In 2014, two years after Mahmoud’s execution, Saeed’s son Ousama was a month away from graduating high school, having specialised in administration and law. Saeed’s family had moved to yet another apartment—“more space for the kids”, he explains. One day, a government employee came to their house and asked them to go to the mayor’s office to register their new addresses with the local administration. On arrival, both Saeed and Ousama were arrested and thrown into a van. After a few minutes, Saeed was let out and dropped off on the street without charge or explanation. He was never to see his son again.
For years later, members of the internal security came to his house, promising to get information about his son in exchange for money. “I must have paid out over $5,000”, he says. This was a common practice, Ahmad interjects—a way of extorting cash from desperate people. “I knew they were manipulating me, but I would have done anything to hear something about my boy”, Saeed says. He never got anything in return for these transactions but doesn’t regret trying.
Two weeks ago, he received a message from his daughter. Her friends had sent her a photo of an official document from 2015. It was a photo of a list of names of dead bodies found in the region surrounding Yarmouk. It included his son, described only as “Palestinian” and listed as number sixteen.
Because Ousama was never officially declared dead, Saeed’s last surviving son Abdullah was almost forced to serve in the same Syrian army that had killed his brothers. The prospect nearly drove Saeed insane. It took another round of bribery—worth another couple of thousand that he didn’t have—to convince the local bureaucracy to sign off on his status as an only child. Today, he’s in Germany, building a new life for himself.
In tears, I find myself apologising to Saeed for his suffering, on behalf of an indifferent world. He shrugs, tells me not to worry. He leaves shortly after with the look of a man who has completed a difficult but necessary task.
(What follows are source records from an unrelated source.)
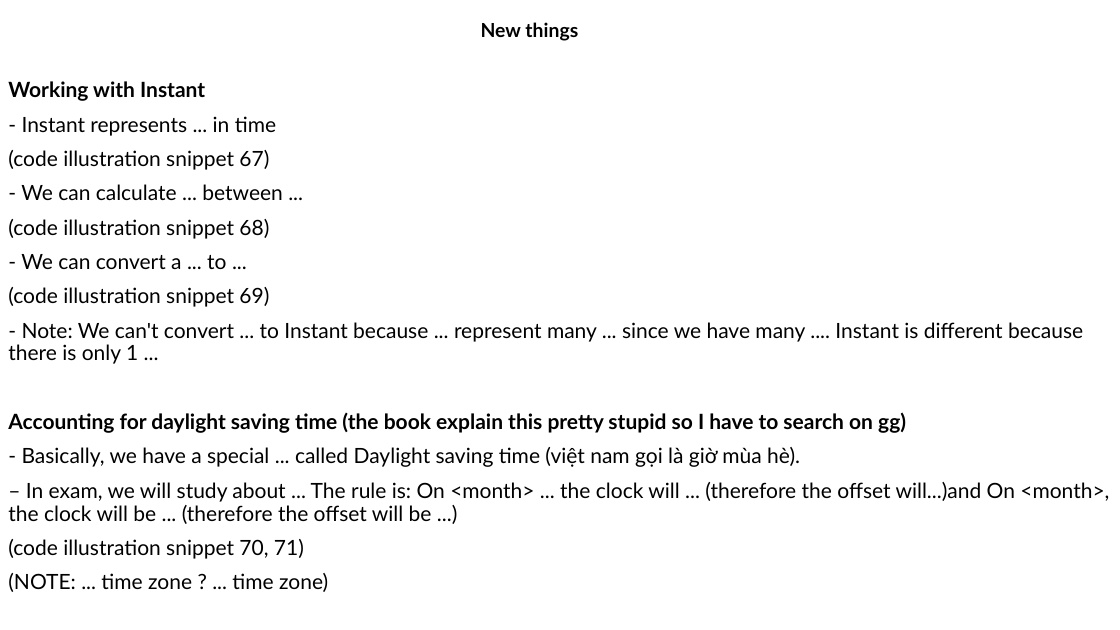
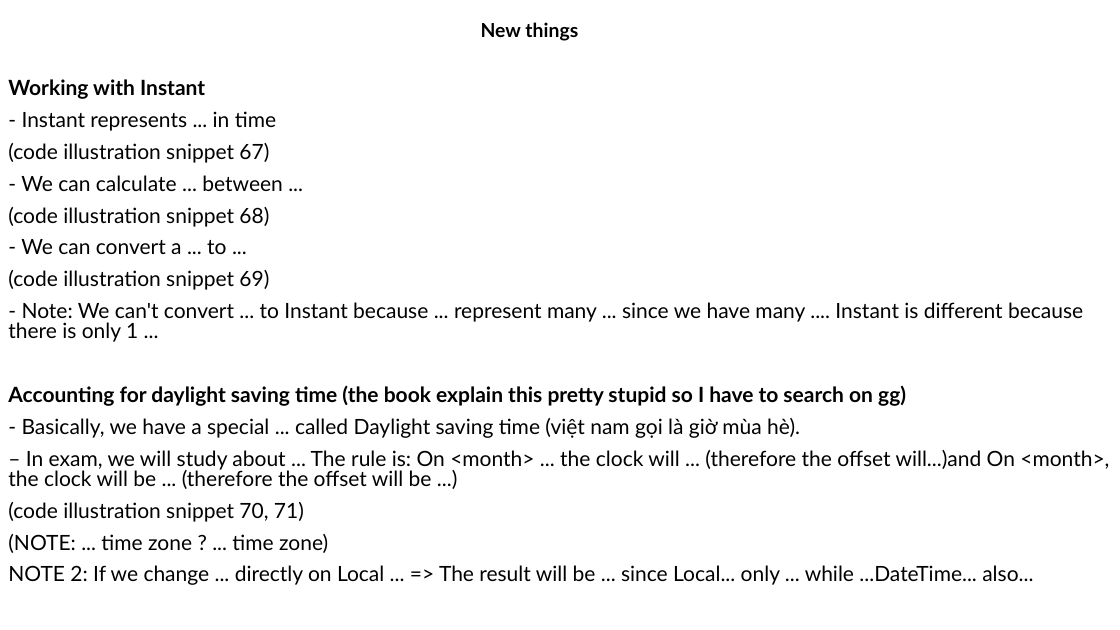
Before and after one commit to MaiDinhVinh/CS-Java, a slide deck: slide 26 of OCP17/old progress/JSE17 Migration.pptx. Drawn at 1120x630 pixels with LibreOffice and Linux fonts; fonts in the diff are those of the drawing. Boxes give left, top, right and bottom in pixels: in the first picture for what was removed or moved away, otherwise in the second. Text is boxed around its words. In the diff, an @@ line names an element or a change of style, - is before the commit and + after.

```diff
--- a/OCP17/old progress/JSE17 Migration.pptx
+++ b/OCP17/old progress/JSE17 Migration.pptx
@@ text at [8, 79, 1109, 553]: line spacing 0.9 to 0.8 @@
@@ text at [8, 565, 1033, 585]: paragraph added @@
+NOTE 2: If we change ... directly on Local ... => The result will be ... since Local... only ... while ...DateTime... also...
```
Also in this commit, not shown: 4 other slides changed.

It seems that sharing this traumatic incident with the world, even just some nobody from Australia, is for Saeed an act of resistance and love.
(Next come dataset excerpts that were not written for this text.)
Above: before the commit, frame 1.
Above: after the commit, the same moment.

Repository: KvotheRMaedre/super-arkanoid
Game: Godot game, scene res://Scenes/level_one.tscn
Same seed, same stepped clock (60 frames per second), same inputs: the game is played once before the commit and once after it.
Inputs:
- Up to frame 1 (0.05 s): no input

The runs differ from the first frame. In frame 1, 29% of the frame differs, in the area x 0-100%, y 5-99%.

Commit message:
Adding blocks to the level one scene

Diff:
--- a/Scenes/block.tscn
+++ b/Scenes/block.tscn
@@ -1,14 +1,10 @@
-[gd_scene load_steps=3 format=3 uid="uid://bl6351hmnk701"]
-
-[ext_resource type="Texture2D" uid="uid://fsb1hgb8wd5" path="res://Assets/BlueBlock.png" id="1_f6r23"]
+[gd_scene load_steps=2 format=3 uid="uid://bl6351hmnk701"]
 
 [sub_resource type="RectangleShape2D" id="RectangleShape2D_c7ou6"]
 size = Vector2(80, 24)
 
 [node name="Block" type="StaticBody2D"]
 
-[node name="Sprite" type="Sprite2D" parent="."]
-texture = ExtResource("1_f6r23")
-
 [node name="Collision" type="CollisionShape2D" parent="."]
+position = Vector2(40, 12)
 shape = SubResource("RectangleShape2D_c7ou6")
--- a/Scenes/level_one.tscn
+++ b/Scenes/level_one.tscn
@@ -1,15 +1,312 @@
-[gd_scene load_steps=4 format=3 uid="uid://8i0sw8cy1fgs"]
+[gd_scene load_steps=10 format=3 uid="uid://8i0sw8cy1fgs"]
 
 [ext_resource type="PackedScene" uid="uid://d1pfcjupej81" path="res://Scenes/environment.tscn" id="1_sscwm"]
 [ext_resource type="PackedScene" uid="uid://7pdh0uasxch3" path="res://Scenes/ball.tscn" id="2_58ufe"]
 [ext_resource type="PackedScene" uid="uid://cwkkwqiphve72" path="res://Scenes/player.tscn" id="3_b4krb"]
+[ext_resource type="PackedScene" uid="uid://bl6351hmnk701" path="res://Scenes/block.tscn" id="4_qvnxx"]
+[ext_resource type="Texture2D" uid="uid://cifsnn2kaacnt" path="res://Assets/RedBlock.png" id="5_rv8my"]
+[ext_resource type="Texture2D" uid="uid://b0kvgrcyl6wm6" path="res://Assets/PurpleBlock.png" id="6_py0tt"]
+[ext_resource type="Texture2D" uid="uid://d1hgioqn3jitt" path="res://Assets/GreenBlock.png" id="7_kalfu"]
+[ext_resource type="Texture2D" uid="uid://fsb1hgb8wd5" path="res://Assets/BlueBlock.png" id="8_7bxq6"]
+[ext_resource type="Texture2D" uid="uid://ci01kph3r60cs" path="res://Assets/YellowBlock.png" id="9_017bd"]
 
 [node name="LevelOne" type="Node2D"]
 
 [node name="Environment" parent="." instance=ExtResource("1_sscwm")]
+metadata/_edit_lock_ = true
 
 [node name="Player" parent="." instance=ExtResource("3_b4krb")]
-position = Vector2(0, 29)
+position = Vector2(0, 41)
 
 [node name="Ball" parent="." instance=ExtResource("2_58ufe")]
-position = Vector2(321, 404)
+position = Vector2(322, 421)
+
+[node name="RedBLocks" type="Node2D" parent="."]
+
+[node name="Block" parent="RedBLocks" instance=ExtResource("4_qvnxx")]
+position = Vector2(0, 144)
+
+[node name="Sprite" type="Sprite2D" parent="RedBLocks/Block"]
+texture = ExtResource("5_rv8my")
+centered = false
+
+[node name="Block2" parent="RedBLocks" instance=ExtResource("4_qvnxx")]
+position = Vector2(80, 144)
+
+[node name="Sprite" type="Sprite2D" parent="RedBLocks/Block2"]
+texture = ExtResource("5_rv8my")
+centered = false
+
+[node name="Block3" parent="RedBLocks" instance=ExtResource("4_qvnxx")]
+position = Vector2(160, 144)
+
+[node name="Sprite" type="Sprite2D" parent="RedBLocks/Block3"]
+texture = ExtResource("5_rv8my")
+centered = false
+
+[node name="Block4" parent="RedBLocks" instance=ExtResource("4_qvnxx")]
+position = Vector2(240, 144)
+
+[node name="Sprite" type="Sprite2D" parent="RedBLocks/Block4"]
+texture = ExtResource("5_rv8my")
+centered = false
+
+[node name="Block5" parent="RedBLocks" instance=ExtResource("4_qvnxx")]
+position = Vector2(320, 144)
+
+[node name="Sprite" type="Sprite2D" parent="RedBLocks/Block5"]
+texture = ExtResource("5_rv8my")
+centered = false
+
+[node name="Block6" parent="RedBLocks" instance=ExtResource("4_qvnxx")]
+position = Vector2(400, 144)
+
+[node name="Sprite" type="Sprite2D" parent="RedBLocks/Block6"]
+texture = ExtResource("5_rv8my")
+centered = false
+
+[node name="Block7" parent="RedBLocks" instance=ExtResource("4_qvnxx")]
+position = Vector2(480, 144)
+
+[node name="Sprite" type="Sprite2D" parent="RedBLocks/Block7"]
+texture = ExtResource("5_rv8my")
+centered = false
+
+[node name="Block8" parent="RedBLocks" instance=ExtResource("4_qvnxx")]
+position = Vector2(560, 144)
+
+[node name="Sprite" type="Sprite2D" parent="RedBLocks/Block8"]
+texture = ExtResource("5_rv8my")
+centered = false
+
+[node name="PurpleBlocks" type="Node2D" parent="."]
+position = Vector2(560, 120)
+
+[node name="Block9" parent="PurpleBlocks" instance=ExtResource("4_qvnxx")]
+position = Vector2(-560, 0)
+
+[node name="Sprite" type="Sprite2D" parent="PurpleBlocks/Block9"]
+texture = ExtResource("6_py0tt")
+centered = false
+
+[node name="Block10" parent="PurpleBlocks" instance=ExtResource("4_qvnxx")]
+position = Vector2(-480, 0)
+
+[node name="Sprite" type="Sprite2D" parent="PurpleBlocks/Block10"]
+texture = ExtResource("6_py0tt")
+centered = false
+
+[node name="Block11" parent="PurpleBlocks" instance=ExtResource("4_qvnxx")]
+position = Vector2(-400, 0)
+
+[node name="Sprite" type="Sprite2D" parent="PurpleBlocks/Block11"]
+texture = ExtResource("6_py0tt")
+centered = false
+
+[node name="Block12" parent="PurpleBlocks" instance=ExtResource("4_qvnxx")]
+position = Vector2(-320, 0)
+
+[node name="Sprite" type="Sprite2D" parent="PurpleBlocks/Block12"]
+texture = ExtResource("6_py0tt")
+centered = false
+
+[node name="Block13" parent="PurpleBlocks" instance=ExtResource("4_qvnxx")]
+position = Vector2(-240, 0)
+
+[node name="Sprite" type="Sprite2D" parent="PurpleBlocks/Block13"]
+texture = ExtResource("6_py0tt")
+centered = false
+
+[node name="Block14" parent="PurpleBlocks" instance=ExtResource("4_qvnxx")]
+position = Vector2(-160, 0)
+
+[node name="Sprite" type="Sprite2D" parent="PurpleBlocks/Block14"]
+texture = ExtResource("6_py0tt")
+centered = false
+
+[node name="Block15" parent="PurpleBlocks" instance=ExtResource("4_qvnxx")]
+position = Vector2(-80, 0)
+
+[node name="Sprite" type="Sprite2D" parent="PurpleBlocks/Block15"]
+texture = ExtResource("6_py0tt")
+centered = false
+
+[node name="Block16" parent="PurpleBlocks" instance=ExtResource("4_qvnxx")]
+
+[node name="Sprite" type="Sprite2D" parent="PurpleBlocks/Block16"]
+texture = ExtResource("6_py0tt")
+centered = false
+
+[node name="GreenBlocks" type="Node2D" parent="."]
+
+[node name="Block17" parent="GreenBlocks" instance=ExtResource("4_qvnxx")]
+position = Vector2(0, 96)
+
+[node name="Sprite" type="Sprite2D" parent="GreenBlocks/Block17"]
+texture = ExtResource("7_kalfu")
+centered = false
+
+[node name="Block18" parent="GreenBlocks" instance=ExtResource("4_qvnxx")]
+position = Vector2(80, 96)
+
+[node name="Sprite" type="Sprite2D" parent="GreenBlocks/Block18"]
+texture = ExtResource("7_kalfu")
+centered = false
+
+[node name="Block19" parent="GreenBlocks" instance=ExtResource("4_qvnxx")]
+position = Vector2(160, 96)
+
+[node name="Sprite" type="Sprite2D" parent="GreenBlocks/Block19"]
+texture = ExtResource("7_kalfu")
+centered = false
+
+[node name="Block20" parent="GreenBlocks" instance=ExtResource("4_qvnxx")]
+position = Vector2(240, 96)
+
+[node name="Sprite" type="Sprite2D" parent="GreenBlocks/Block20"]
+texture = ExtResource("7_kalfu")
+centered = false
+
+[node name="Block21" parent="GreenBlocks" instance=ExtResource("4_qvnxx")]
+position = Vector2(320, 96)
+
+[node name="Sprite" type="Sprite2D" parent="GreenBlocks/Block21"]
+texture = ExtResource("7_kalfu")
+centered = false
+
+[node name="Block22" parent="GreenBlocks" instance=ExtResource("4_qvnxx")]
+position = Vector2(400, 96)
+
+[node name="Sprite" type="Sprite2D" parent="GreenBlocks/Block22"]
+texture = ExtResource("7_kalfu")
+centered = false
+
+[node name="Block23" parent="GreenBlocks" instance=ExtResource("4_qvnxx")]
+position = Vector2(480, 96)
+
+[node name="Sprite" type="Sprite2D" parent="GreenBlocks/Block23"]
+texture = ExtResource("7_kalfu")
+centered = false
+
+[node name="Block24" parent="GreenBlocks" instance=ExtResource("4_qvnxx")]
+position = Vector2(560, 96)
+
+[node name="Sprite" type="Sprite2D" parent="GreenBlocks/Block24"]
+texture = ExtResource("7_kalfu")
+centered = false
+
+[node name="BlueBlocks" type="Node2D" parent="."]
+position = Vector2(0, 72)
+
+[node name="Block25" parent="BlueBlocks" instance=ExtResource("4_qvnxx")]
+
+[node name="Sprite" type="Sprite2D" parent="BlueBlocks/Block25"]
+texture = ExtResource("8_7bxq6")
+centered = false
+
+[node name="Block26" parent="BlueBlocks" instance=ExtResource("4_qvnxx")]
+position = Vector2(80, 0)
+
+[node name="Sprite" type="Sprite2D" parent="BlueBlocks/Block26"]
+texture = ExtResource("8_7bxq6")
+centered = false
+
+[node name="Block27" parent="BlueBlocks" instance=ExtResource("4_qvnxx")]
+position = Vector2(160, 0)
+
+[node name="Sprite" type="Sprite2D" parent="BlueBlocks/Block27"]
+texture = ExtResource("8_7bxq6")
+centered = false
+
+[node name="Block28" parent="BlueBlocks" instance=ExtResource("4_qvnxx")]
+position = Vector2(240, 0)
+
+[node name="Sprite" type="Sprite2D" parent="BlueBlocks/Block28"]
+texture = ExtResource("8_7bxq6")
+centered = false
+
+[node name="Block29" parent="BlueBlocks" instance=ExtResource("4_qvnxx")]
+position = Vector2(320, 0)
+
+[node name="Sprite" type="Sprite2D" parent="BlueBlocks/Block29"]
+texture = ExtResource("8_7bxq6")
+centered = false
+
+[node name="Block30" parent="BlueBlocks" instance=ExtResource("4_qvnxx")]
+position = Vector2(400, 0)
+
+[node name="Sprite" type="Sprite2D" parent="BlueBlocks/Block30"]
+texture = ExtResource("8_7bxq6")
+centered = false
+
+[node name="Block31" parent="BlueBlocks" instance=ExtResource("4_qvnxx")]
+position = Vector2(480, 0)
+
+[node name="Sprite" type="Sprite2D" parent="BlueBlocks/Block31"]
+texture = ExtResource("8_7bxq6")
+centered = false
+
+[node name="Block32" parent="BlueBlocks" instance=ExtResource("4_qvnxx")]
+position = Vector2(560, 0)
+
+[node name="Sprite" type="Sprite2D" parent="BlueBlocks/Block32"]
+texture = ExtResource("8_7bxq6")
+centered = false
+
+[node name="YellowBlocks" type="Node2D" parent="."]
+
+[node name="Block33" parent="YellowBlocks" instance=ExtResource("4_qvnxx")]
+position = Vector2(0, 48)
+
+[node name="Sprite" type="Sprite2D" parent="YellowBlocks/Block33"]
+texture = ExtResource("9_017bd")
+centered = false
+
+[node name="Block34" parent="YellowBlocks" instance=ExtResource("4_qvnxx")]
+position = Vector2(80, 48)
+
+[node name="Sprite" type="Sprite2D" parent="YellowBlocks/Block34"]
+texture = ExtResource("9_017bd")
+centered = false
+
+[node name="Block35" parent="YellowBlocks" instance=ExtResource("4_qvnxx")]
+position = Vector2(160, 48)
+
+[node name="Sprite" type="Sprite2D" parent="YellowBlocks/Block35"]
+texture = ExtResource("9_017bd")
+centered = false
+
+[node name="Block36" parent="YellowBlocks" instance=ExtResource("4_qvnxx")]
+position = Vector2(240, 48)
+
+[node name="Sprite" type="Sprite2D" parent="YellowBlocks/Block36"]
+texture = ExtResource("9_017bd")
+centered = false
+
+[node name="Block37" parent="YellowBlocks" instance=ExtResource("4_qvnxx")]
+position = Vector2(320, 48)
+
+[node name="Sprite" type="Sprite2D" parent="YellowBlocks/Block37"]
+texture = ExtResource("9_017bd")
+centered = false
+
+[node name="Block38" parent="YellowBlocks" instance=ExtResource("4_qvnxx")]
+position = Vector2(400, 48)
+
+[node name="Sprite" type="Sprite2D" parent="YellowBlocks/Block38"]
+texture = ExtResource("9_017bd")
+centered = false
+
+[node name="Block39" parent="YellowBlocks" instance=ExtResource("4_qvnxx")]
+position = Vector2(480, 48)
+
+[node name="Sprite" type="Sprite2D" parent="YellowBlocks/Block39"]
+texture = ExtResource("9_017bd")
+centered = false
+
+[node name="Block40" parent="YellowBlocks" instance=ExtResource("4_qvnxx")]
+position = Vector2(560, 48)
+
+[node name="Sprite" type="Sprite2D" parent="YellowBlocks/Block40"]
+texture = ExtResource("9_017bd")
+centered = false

Ahmad subsequently tells me that Saeed suffered enormously during the intervening years, the stress and sadness leading to a range of health issues. “The regime took his sons, but they also took the best years of his life.”
By the end, the Assad regime’s sole claim to legitimacy was its supposed support for the resistance to Israel. Of course, those with the most basic knowledge of Syria’s history know about the regime’s treason during Black September, its defence of the far-right, pro-Israeli forces in Lebanon’s civil war, its role in driving Yasser Arafat and the PLO out of Lebanon not once but twice, and how it defended Israel’s borders better than any other Arab state in the region.
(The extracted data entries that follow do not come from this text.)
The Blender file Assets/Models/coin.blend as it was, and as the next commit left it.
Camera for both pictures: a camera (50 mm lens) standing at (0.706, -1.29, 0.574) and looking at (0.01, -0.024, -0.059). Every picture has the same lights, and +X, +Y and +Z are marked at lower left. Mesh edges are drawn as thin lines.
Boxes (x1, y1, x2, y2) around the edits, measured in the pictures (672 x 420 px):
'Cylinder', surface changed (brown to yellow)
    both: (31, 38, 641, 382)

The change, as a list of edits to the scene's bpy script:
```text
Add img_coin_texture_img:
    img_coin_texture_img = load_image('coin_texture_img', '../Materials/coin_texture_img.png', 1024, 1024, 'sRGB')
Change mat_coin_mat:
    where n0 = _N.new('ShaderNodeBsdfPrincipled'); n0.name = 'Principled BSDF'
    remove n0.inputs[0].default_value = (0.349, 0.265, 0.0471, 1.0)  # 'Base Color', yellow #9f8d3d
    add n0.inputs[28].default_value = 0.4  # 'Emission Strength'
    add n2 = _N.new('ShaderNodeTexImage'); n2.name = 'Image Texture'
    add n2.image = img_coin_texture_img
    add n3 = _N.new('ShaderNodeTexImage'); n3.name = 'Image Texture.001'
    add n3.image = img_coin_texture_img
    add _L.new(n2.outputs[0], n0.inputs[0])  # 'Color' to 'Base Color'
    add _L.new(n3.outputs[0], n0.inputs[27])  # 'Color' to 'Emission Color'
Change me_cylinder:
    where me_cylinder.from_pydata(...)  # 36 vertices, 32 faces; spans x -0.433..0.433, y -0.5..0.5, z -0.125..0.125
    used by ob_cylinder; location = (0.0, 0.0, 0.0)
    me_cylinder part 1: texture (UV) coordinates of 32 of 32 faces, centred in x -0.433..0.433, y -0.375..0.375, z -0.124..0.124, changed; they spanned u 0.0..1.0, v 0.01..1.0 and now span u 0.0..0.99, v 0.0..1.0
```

But regardless of this history, what the regime did to the Yarmouk refugee camp, to people like Saeed, should stand on its own as an unforgivable crime. Indeed, Assad’s thugs killed more Palestinians in Yarmouk than Israel did in any one of its wars prior to 7 October.
As we’re digesting our dinner, Ahmad gets a call from his son in Germany. He announces that it looks like the government might be about to revoke the asylum status of many of the nearly 1 million Syrian refugees in the country.
Mohammed grimaces. Just minutes earlier, he had explained that he planned to seek asylum in Germany alongside his wife and 10-month-old baby. This news must have broken his heart, but he hides it behind a bitter smile: “The Arab world doesn’t want us, and the West doesn’t want us. They should just send me to Gaza so I can die fighting for my country”, he says.